Another urban genre that comes from Serbia uses far simpler contexts, but to surprising effect. The power is in their simplicity: they speak to people who are already familiar with this region using a symbolic shorthand that has an immediate impact. These are stories about the people who inhabit the Orwellian apartment blocks and grey crumbling neighborhoods of Belgrade, gritty, dangerous places. The scenes are peopled by an ensemble cast that depicts a social network that is still intact, but with absolutely no ability to support its members. These characters are not individuals, but members of a community in which the connections have all gone rotten. Unlike in the noir films, there are no “ticking clocks” in the plots, and that is precisely what makes them so disturbing: the sense that nothing changes, that there is only despair or hope, pick your choice.
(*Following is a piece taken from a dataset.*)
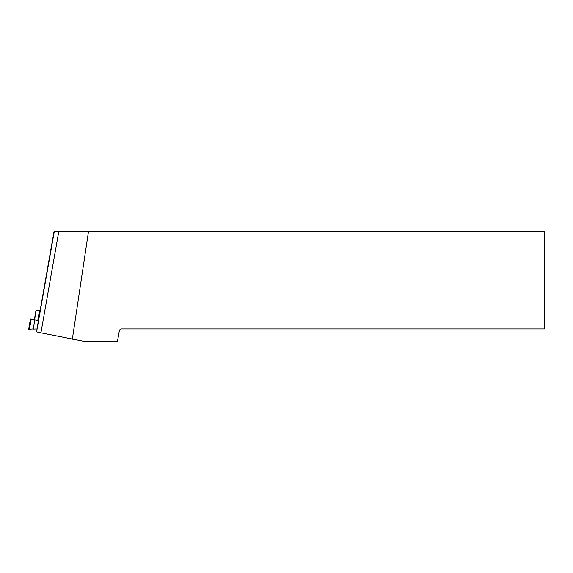 <?xml version="1.0" encoding="UTF-8"?>
<svg xmlns="http://www.w3.org/2000/svg" width="573" height="573" viewBox="0 0 573 573"><rect width="100%" height="100%" fill="white"/><g stroke="black" fill="none" stroke-linecap="round" stroke-linejoin="round"><path stroke-width="0.86" d="M40.067 310.745L53.962 231.893L544.35 231.893L544.35 328.966L121.691 328.966A2.428 2.428 0 0 0 119.306 330.972L117.515 341.107L82.906 341.107L40.919 332.856A15.17 0.394 -170 0 1 36.593 331.817L38.391 320.708L34.359 319.584L36.035 310.086L40.067 310.731L38.391 320.708L34.817 319.913L33.198 329.11L36.93 328.995M88.435 231.893L72.341 339.245M40.067 311.211L39.465 311.075L37.797 320.572M36.035 310.108L34.659 319.67M39.465 311.075L36.335 310.172M39.465 310.774L37.797 320.271M34.373 319.519L30.476 318.917L34.817 319.913M30.476 318.917L28.65 329.282L33.22 328.974M54.213 231.893L36.593 331.817M58.725 231.893L40.919 332.856M29.438 329.246L31.236 319.082"/></g></svg>

If hope very rarely wins out in the end, it is only natural. In this world, people take out their frustrations and bitterness on each other, teenagers grow up violent and parents sometimes drink themselves into oblivion. This could be a relentlessly dismal landscape for a film, yet the stories succeed because they manage to make their characters’ tenderness and love of life show through. In 2006 there was Tomorrow Morning, directed by Oleg Novkovic, a film as moving and gut wrenching as Serbian head banger rock music. A young man has returned from abroad to spend a few days with his family and friends, and the inevitable confrontations reopen all the old wounds, one by one. Here again, the performances are the key to the film’s significance. Everyone is nuanced and complex, especially the two women, Nada Sargin and Danica Ristovski, who are beautiful sirens in their nihilism and subversiveness. The story shows these characters wearing their emotions on their sleeves, shouting their angst to the rooftops. The screenplay does not attempt to get too deep into their psyches, but that is okay, as this is twenty-something alienation, inarticulate and hinting at further development down the road. It is a theme that is taken up again in 2007 in the film Huddersfield, directed by Ivan Zivkovic.

Love trailer

Love trailer

Love & Other Crimes, gives the genre that further development, placing an older cast and setting a finely polished script. This 2008 film was directed by Stefan Arsenijevic and, not surprisingly, co-written with Srdjan Koljevic, of Klopka. It is a smoothly developed story of a group of marginalized people, somewhat more cynical, who live in a dehumanizing Belgrade apartment complex. Two rival neighborhood racket gangs extort protection money from neighborhood kiosk owners. They co-exist fine, until they are faced with the intractable problem of one kiosk that has been planted right on the boundary line between their turfs. The boss’ enforcer, played by Vuc Kostic, is in love with the boss’ girlfriend. Knowing that she plans to steal the boss’s money that evening and escape this dead end neighborhood forever, he attempt to woo her by bringing her around to see his personal world within their impersonal neighborhood. He shows her the spot where they first met, the roof, the neighborhood video store run by a mutual friend, his apartment, where his mother dreams pathetically about her career as a cabaret singer. It is the force of these cameo performances that really gives the film life, the lady in the kiosk who finally puts away her bitterness and accepts the makeup she is offered, the boss’s teenage daughter who toys with the idea of suicide, even the ditzy receptionist at the boss’s phony solarium business manages to imbue her barely speaking part with life and humor. Both Kostic and Anica Dobra, as the boss’ girlfriend, are excellent in their roles, giving these hard edge characters an extraordinary humanity and strength.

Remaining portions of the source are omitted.